Also, from an aesthetics standpoint, one of the most pleasing aspects a
solved 3x3x3 cube is the fact that each face is a solid color, with 9
identical squares. I think the elegance would suffer if you mark the
center square.
Lastly, the center cubes in the 4D system are fairly difficult to see as
it is, and if they were marked with seven different colors each, it
would just be painful.
So I guess my vote is that if this feature is included, it should be
optional and non-default.
-Jay
Jay Carlton wrote:
> [...] from an aesthetics standpoint, one of the most pleasing aspects
> a
> solved 3x3x3 cube is the fact that each face is a solid color, with 9
> identical squares. I think the elegance would suffer if you mark the
> center square. Lastly, the center cubes in the 4D system are fairly
> difficult to see as it is, and if they were marked with seven
> different colors each, it
> would just be painful.
you wouldn't need to "mark the center" in any special way. mark's
picture cube would "mark" (i.e. orient) all stickers equally and in my
mind is a reasonably elegant modification to the original puzzle. as an
aside, i may be remembering incorrectly but i think that rubik once made
their own official oriented cube that they ironically called "4D" even
though it had nothing to do with 4D; just had their logo on each face.
anyway, the perfect 4D analog to pasting a picture on each face of the
original cube would be to carve each 4D hyperface from a different block
of wood, marble, or some other 3D texture. very possible to do using 2D
textures applied to each face of each hypersticker, and you may not find
it unattractive, though i don't know if people would find it interesting
enough seeing as how the 3D picture cubes never really caught on.
-melinda
On Monday, September 08, "Jay Carlton"
>mahdeltaphi wrote:
>>(I used to mark the centre square of each 3x3 face to indicate in
>>which direction it should be pointing, and doing so reduced the
>>number of possible solutions down to 1 from a total of (4^6)/2).

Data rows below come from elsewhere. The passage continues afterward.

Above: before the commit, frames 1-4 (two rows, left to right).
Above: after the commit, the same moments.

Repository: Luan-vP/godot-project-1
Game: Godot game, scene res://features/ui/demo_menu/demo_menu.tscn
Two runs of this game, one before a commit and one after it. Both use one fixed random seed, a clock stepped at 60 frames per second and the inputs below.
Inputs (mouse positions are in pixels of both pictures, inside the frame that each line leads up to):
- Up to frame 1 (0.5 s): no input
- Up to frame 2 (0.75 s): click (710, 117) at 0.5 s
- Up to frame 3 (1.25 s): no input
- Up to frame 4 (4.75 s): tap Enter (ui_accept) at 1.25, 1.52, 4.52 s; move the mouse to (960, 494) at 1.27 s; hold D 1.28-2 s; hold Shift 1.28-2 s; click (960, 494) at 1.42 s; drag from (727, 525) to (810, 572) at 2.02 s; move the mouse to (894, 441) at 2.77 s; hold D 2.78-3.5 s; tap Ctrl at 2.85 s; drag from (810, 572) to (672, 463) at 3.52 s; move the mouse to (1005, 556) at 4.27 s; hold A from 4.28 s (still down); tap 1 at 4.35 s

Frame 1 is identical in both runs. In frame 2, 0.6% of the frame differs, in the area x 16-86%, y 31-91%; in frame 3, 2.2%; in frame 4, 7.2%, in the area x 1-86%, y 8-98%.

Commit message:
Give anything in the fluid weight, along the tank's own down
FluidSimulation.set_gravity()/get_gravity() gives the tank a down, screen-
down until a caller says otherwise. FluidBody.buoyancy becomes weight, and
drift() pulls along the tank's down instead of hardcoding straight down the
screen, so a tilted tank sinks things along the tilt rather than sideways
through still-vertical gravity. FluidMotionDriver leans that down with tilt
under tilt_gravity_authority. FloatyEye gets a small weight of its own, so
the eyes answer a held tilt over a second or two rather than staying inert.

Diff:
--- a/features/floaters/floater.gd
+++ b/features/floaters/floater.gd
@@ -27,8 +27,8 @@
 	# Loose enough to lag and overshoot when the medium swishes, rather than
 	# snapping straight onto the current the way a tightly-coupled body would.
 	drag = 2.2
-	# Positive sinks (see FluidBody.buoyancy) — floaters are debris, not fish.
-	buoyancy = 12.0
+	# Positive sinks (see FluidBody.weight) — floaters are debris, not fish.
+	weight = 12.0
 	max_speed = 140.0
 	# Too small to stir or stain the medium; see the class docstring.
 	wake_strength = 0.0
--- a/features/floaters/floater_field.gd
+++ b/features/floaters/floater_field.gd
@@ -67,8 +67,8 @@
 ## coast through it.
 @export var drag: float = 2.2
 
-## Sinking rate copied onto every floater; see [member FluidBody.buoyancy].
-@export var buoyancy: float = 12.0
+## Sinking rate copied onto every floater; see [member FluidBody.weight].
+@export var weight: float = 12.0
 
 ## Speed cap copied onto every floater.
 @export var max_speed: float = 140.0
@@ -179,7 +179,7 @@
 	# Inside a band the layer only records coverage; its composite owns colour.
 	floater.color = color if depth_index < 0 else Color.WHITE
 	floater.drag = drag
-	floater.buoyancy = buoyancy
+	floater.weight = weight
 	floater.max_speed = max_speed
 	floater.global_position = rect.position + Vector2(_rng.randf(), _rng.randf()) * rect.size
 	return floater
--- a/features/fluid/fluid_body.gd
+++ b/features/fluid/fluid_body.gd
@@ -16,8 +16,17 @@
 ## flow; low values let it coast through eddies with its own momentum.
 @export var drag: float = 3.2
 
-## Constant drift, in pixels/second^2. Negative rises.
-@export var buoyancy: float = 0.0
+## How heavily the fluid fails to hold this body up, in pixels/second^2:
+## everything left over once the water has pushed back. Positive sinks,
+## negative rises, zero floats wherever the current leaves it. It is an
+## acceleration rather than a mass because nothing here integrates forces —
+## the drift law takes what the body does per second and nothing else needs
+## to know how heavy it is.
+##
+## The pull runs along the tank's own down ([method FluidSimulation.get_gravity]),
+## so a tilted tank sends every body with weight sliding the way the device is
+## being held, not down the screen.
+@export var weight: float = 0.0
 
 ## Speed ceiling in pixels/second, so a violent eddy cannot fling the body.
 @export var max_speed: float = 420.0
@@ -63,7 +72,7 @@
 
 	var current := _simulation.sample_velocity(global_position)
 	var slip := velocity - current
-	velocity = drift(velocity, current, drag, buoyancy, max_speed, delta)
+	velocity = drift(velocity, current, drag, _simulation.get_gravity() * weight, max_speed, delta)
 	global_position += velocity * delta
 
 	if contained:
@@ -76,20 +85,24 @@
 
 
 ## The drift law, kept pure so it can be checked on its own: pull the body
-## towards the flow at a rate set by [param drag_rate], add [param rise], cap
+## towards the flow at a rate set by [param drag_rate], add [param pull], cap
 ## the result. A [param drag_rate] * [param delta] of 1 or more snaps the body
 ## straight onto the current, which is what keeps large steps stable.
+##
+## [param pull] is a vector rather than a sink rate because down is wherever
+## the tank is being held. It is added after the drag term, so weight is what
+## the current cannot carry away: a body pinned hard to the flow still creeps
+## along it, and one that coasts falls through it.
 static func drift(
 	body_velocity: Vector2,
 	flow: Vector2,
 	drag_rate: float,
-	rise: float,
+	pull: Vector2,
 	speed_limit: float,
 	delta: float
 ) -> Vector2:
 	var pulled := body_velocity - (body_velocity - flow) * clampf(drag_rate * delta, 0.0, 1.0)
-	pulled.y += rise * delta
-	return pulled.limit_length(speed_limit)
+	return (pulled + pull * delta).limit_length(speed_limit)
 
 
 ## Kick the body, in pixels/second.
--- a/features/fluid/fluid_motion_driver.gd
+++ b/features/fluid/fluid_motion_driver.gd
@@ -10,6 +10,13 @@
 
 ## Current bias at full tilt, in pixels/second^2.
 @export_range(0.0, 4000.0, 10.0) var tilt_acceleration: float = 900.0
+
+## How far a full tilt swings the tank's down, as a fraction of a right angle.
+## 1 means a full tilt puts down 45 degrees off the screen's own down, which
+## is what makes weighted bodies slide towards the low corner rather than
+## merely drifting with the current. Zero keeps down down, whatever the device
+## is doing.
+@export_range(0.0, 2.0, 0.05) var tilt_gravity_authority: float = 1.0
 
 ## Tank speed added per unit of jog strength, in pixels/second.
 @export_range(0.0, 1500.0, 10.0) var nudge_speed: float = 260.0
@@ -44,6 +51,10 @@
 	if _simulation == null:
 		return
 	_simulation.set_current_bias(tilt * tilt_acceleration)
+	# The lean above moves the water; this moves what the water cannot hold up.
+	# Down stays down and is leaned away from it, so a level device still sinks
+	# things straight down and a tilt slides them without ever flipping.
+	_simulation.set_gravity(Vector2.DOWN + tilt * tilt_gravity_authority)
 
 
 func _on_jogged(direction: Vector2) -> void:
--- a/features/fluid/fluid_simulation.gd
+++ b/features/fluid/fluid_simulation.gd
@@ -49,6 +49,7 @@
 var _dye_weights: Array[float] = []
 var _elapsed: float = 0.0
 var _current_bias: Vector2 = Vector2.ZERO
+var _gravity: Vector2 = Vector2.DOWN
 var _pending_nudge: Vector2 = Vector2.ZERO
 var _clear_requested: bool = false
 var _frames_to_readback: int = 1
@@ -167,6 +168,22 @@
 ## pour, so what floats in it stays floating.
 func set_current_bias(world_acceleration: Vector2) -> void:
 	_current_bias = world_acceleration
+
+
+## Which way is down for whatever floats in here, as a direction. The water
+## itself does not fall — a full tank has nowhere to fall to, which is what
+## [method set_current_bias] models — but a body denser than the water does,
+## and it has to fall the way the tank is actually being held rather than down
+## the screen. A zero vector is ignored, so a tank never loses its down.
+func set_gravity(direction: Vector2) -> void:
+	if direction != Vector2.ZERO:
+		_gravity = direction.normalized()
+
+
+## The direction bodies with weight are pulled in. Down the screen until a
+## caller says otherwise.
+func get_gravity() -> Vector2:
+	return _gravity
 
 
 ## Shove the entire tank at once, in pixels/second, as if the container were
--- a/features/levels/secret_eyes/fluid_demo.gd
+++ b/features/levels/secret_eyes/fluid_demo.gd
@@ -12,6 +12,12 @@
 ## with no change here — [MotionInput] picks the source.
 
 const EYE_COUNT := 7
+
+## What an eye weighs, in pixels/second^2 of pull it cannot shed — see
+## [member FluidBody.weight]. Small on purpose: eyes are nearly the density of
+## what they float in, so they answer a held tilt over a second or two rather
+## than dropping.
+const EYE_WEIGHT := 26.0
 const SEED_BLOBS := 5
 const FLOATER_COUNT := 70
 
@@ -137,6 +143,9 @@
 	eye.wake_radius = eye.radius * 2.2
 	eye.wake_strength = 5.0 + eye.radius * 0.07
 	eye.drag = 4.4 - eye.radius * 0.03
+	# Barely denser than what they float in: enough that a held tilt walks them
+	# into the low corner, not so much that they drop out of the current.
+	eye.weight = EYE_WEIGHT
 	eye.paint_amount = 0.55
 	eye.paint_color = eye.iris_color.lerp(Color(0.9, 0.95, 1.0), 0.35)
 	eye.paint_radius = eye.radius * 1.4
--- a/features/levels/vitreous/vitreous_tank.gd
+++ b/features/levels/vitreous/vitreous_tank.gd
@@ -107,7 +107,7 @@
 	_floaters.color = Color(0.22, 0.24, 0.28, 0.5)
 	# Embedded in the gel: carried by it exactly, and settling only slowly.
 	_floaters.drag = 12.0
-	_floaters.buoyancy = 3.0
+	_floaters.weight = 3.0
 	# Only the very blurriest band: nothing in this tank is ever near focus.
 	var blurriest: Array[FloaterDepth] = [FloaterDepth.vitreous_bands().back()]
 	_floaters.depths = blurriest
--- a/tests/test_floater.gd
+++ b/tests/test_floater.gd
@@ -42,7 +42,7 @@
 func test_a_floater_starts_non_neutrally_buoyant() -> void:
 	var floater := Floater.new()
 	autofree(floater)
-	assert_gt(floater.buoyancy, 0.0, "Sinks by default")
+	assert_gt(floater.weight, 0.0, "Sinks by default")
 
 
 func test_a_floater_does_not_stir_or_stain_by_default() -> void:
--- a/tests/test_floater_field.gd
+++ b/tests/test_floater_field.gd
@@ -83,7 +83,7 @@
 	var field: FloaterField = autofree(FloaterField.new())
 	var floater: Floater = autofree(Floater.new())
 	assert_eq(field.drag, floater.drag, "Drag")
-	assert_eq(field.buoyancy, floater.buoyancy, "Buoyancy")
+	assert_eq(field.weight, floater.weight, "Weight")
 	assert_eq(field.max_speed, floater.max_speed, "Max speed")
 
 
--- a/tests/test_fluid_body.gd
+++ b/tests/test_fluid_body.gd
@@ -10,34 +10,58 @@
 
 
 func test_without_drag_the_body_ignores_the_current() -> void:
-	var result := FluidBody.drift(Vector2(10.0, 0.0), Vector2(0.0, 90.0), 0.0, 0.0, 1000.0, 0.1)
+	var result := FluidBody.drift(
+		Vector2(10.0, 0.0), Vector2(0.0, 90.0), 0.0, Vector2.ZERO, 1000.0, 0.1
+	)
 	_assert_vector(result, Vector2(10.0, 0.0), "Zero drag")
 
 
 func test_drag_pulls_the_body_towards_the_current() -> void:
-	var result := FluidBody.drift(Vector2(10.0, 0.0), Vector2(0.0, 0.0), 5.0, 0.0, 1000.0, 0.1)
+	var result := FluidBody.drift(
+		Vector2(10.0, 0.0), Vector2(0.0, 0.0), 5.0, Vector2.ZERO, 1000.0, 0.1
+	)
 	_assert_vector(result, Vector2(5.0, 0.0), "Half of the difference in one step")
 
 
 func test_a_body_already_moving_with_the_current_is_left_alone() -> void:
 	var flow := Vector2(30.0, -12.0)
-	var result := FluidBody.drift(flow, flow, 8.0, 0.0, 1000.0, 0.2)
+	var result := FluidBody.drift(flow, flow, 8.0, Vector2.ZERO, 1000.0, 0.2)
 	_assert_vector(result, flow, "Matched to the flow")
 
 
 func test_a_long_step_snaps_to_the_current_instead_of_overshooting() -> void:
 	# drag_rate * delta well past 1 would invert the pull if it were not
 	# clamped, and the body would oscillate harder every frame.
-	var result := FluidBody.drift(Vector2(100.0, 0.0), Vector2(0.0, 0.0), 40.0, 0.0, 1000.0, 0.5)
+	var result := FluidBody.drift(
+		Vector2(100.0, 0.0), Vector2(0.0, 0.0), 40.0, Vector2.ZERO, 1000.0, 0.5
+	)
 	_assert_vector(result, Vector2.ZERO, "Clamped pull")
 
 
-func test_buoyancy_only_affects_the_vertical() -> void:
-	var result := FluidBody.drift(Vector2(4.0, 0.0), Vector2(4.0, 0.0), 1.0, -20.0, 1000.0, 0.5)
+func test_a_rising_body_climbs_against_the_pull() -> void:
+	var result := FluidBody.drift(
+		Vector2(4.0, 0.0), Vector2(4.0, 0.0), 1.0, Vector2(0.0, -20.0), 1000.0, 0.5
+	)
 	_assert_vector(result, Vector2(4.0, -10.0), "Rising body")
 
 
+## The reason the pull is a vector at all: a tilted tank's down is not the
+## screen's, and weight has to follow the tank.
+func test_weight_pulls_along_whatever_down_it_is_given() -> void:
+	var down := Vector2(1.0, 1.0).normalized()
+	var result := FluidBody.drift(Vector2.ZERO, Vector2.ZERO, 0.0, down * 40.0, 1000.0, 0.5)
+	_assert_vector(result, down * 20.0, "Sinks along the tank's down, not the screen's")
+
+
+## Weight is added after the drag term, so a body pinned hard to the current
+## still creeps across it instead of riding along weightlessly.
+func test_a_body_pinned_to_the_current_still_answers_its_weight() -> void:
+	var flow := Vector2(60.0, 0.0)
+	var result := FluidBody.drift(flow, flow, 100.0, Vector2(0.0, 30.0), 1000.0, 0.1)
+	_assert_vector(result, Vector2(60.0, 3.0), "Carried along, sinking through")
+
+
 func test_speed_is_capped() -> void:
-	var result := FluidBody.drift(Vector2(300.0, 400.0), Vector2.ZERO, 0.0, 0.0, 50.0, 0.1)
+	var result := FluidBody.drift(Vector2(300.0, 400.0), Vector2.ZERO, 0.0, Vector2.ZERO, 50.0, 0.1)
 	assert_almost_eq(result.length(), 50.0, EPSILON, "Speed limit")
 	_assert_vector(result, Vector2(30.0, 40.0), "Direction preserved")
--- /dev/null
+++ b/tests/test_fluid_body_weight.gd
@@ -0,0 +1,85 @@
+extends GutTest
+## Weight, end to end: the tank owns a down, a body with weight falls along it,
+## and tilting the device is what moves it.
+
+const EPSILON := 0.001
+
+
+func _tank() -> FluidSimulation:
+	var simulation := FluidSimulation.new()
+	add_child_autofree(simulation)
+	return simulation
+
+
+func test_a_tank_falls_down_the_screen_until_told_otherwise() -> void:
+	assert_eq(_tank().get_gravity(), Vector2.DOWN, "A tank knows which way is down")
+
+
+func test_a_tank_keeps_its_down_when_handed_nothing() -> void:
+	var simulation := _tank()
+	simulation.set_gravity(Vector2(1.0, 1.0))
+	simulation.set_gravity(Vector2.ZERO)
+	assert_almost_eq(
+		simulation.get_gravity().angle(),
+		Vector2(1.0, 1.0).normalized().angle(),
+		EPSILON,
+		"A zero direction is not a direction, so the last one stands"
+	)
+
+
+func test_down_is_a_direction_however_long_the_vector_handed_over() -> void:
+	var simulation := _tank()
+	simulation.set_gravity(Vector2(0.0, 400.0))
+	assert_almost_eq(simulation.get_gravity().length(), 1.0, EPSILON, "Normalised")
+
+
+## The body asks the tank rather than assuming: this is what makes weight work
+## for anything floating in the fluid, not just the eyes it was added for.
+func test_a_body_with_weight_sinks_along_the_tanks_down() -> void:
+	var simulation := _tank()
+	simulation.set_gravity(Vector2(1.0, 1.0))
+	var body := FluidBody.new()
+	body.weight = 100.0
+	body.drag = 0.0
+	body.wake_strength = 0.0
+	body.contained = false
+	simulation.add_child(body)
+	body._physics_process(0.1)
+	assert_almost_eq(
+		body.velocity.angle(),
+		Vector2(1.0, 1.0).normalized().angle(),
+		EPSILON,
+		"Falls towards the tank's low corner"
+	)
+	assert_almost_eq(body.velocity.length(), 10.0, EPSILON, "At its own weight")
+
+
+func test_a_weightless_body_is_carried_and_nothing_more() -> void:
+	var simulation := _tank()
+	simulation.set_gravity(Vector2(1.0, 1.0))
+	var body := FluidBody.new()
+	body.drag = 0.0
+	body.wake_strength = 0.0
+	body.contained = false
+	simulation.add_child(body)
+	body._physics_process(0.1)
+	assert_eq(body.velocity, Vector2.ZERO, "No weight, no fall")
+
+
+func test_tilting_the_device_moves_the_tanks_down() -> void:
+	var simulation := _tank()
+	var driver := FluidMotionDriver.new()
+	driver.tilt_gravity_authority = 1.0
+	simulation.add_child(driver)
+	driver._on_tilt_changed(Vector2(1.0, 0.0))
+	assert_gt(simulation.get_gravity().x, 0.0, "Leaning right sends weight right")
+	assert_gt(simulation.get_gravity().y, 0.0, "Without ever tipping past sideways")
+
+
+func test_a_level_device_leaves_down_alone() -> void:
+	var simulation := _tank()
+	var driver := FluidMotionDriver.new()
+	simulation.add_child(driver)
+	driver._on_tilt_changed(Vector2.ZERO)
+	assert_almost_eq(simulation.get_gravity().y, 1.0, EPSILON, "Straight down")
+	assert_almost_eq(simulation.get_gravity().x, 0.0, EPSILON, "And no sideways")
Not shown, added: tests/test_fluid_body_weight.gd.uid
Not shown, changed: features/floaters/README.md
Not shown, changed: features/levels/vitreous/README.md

>By making that change, you're causing a fundamental
>change in the underlying rules of the puzzle, perhaps
>almost as radical as extending from 3 to 4
>dimensions.
This change is not fundamental at all. The
possibility of paying attention to the orientation of
the face cubies was recognized very early on with
Rubik's Cube. Indeed, see
http://www.math.rwth-aachen.de/~Martin.Schoenert/Cube-Lovers/Alan_Bawden__[no_subject]_(2).html
which I believe was the third message ever posted to
the cube-lovers list back in 1980. Folks immediately
began referring to it as "the extended problem". If I
recall correctly, few folks got excited about it.
>The fact that a center face on the original cube can
>be rotated is a necessary flaw, but one that I
>believe the state counting already takes into
>account.
There is no reason to regard it as a flaw, and it is
possible to take it into account if one chooses to.
>As the system configurations are defined
>traditionally, there is still only one solution.
>It's a similar problem to the one that comes up in
>inverse trigonometry all the time (e.g. arcsin(1) =
>pi/2 + k*pi, for any integer k. Although the k=0
>solution is more pleasing, it's no more valid than
>any of the others.)
I dispute the relevance of this analogy. The issue
with Rubik's Cube is whether or not the additional
information about the orientation of each face cubie
is presented or not. When it is presented and paid
attention to, there are more configurations possible
and the number of orbits in the group goes from 12 to
24. Jay's attempted analogy is just a particular case
of the very common situation (like x**2 = 1) in which
an equation admits multiple solutions. So what?
>So I guess my point is that if you want to
>differentiate the orientations of the "fixed" faces,
>you're altering, not merely clarifying, the rules.
I would say that you are creating a different puzzle -
one which happens to have additional information to
deal with. This new puzzle is so closely related to
the other that I would hesitate to say that the
"rules" have changed. Manipulation of the puzzle
remains the same. The objective is just slightly more
elaborate.
>In the original cube, the correct orientation of any
>piece is defined by its neighbors, not by the
>configuration it comes from in the factory.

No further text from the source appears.